How to Add and Subtract Vectors

To add and subtract vectors that are quantities having magnitude and direction, there are special procedures. You can use the graphical method or the vector components to add and subtract vectors. This article explains both methods. First, let us see how to add vectors graphically.

How to Add Vectors Graphically

Suppose we need to add the two vectors,  \vec{a} and \vec{b}

Vector Addition

Graphically, we place the “tail” of one of the vectors on the “nose” of the other vector. The resultant vector, i.e. the vector  \vec{a}+\vec{b}, is the vector that goes from the tail of the first vector to the nose of the last vector. Note that we can repeat this procedure to add any number of vectors. In practice, to do this, one may need to make a scale diagram of the vectors on a paper.

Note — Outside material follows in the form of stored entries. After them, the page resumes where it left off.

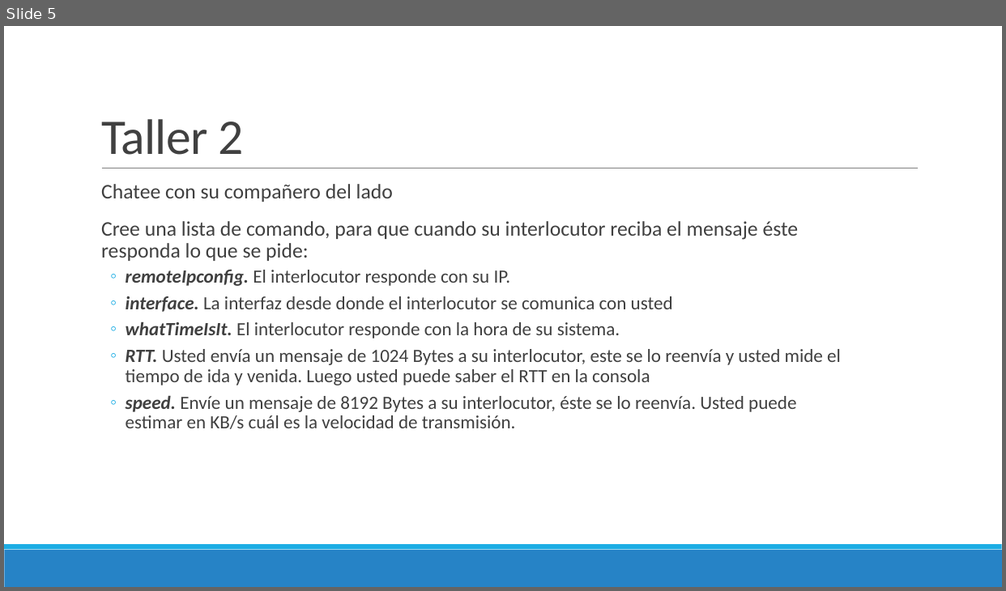
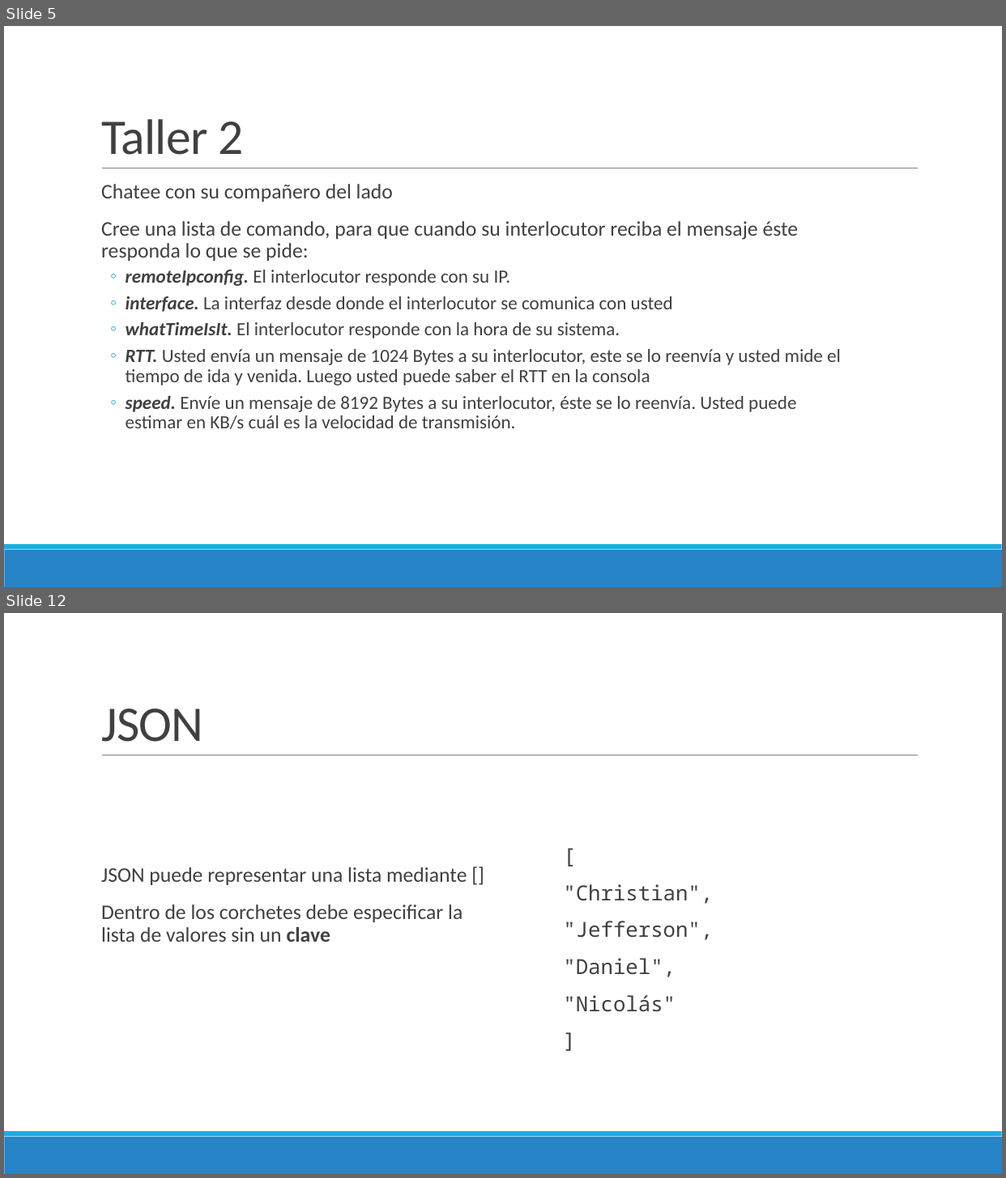
Before and after one commit to Domiciano/ProgramacionEnRed191, a slide deck: Semana 4/Presentación.pptx. Shown one above the other, each under a label of ours: slide 5 before the commit, slides 5 and 12 after it; the slides between them are not shown. The pictures are 1006x591 and 1006x1178 pixels, drawn with LibreOffice and Linux fonts; fonts in the diff are those of the drawing. Boxes give left, top, right and bottom in pixels: in the first picture for what was removed or moved away, otherwise in the second. Text is boxed around its words. In the diff, an @@ line names an element or a change of style, - is before the commit and + after.

```diff
--- a/Semana 4/Presentación.pptx
+++ b/Semana 4/Presentación.pptx
@@ slide 12 added at bbox=[4, 613, 1002, 1174], background #FFFFFF; not listed: 3 template elements that a slide beside it also shows @@
@@ title added at bbox=[101, 709, 204, 742], 48 pt, text #404040 @@
+JSON
@@ text added at bbox=[101, 867, 467, 942], 20 pt, text #404040 @@
+  JSON puede representar una lista mediante []
+  Dentro de los corchetes debe especificar la lista de valores sin un clave
@@ text added at bbox=[563, 884, 713, 1012], 20 pt, text #404040 @@
+  [
+  "Christian",
+  "Jefferson",
+  "Daniel",
+  "Nicolás"
+  ]
```
Also in this commit, not shown: 10 other slides added, 2 other files.

Adding vectors graphically

Vector addition is commutative, i. e. \vec{a}+\vec{b}=\vec{b}+\vec{a}. Graphically, we can show this by starting with \vec{b} and then adding \vec{a} to it. Since the resultant vector in both cases have the same size and direction, the resultant vectors are equal. This shows that the order in which vectors are added does not matter.

Vector addition is commutative

Also, vector addition is associative, i.e. \vec{a}+(\vec{b}+\vec{c})=(\vec{a}+\vec{b})+\vec{c}. This means that the order in which vectors are grouped during addition does not matter.

How to Add Vectors Using Components

Suppose the vector \vec{a}=(a_x, a_y, a_z) and the vector \vec{b}=(b_x, b_y, b_z). Then, the vector \vec{a}+\vec{b}=(a_x+b_x, a_y+b_y, a_z+b_z).


Two forces \vec{F_1} and \vec{F_2} act on a body. The forces are given by the vectors \vec{F_1} = (2, 8, -5) \textup{N} and \vec{F_2} = (-1, 3, 3) \textup{N}. Find the resultant force F_R.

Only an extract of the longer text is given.